In conclusion, our study shows that many prepubertal children with PWS have SRBDs, mainly due to central apneas. BMI or age cannot explain the variability in the severity of the SRBD, although OSA was more prevalent in children with obesity than in normal-weight children. After 6 months of GH, a nonsignificant decrease in AHI was found. Thus, our data are reassuring with respect to the effects of GH on SRBDs. Our study also shows that a normal PSG does not exclude the possibility of unexpected death during mild URTIs. During URTI, AHI may rise and obstructive apneas may occur.

Acknowledgments

The authors thank all the participating parents and children for their enthusiastic cooperation. The assistance of Mrs. M. van Eekelen is gratefully appreciated.

This work was supported by a grant from Pfizer.

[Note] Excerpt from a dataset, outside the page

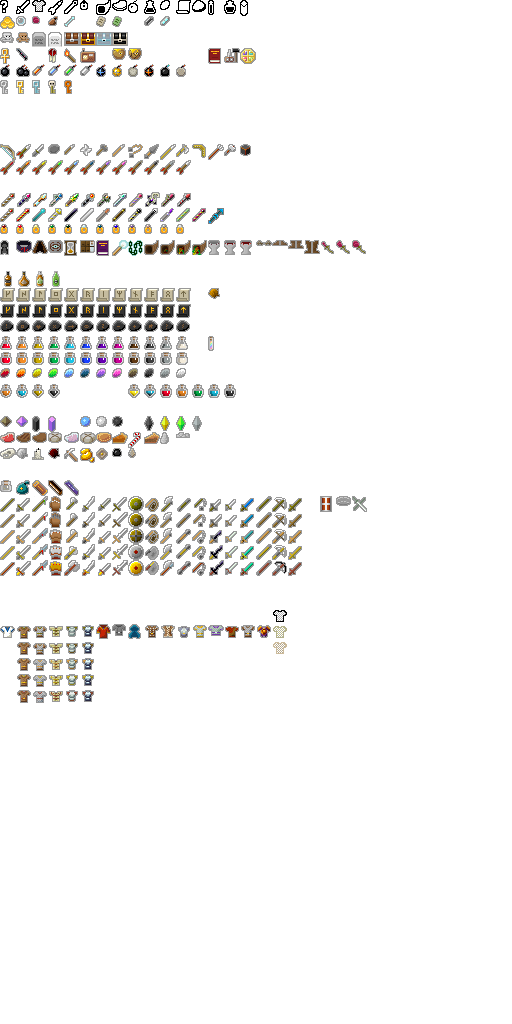
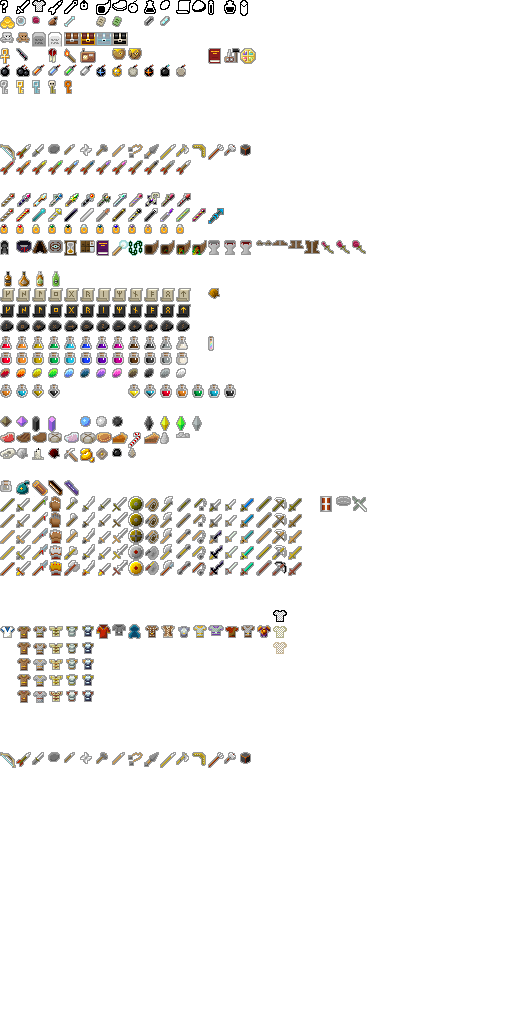
Revision of a layered 512 × 1024 image; what changed, layer by layer:
painted on "items.png" over (0, 752, 251, 768)

Disclosure statement: The multicenter study in children with PWS was an investigator-responsible study. Only the investigators decided on study design, data collection, data analysis, and data interpretation; writing of the report; or the decision to submit the paper for publication. D.A.M.F., A.W.d.W., R.A.S.v.d.B., K.J., and H.H. have nothing to declare. A.C.S.H.-K. has delivered lectures and received reimbursement of travel/accommodation expenses at meetings sponsored by Pfizer.

Abbreviations:

• AHI,

  Apnea hypopnea index;

• BMI,

  body mass index;

• iqr,

  interquartile range;

• Necdin,

  neurally differentiated embryonal carcinoma-cell derived factor;

• OSA,

  obstructive sleep apnea;

• PSG,

  polysomnography;

• PWS,

  Prader-Willi syndrome;

• SaO₂,

  oxygen saturation

• SDS,

  sd score;

• SRBD,

  sleep-related breathing disorder;

• URTI,

  upper respiratory tract infection.